Advances in rural medical education in three countries: Canada, the United States and Australia
Why this work is in the frame
A frame that forgets how it found something cannot be audited. These are the routes that admitted this work.
Bibliographic record
Abstract
INTRODUCTION: This article documents a number of rural medical education initiatives in Australia, Canada and the United States. A typology is created reflecting the centrality the rural mandate and characterizing different features of each school's program. Interviews with school officials are drawn on to reflect the challenges these schools face. METHOD: Seven schools noted for their rural programs were selected from the three countries and interviews were conducted with senior officials.
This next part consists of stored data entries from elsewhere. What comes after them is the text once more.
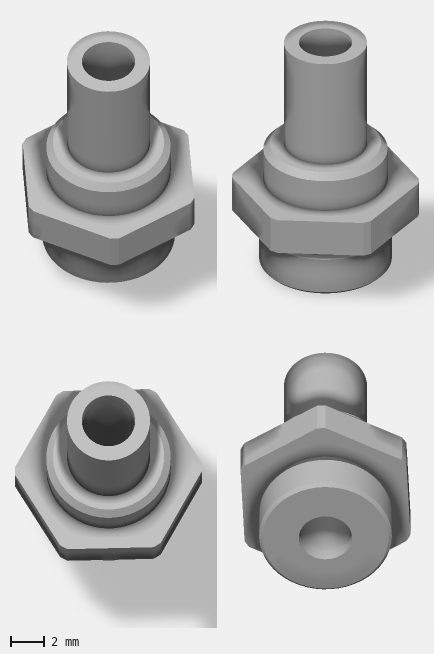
import cadquery as cq

total_height = 15.4
collar_top = 2.5
hex_bottom = 3.5
hex_top = 5.8
shoulder_top = 8.3

bore_diameter = 3.2
tube_diameter = 5.0
neck_diameter = 7.0
shoulder_diameter = 7.5
collar_diameter = 8.0

hex_across_flats = 10.0
hex_corner_diameter = 11.25

collar_chamfer = 0.2
shoulder_chamfer = 0.4


def cylinder(diameter, bottom, top):
    return cq.Workplane("XY").workplane(offset=bottom).circle(diameter / 2).extrude(top - bottom)


def hex_flange():
    prism = (
        cq.Workplane("XY")
        .workplane(offset=hex_bottom)
        .polygon(6, hex_across_flats, circumscribed=True)
        .extrude(hex_top - hex_bottom)
    )
    return prism.intersect(cylinder(hex_corner_diameter, hex_bottom, hex_top))


collar = cylinder(collar_diameter, 0, collar_top).faces("<Z").chamfer(collar_chamfer)
neck = cylinder(neck_diameter, collar_top, hex_bottom)
shoulder = cylinder(shoulder_diameter, hex_top, shoulder_top).faces(">Z").chamfer(shoulder_chamfer)
tube = cylinder(tube_diameter, shoulder_top, total_height)
bore = cylinder(bore_diameter, 0, total_height)

result = collar.union(neck).union(hex_flange()).union(shoulder).union(tube).cut(bore)

The interview data was supplemented by published material on the schools. RESULTS: The Typology: Three kinds of school are distinguished: Mixed Urban/Rural Schools (University of Washington, US, the University of British Columbia, Canada and Flinders University, Australia); DeFacto Rural Schools (University of New Mexico, US and Memorial University, Canada) and Stand Alone Rural Schools (James Cook University, Australia and the Northern Ontario School of Medicine, Canada). The Pipeline Approach: All of the schools adopted in varying degrees a pipeline approach to meeting the need for rural doctors focusing on: (a) early recruitment; (b) admissions; (c) locating clinical education in rural settings; (d) rural health focus to curriculum; and (e) support for rural practice. CONCLUSION: The analysis does not strongly favor one model over others, although the Stand-Alone Rural schools had more opportunities to adopt innovative curricula reflecting rural health issues and to foster positive views of rural practice. Government funding targeting rural health needs will remain critical in the development of all these programs.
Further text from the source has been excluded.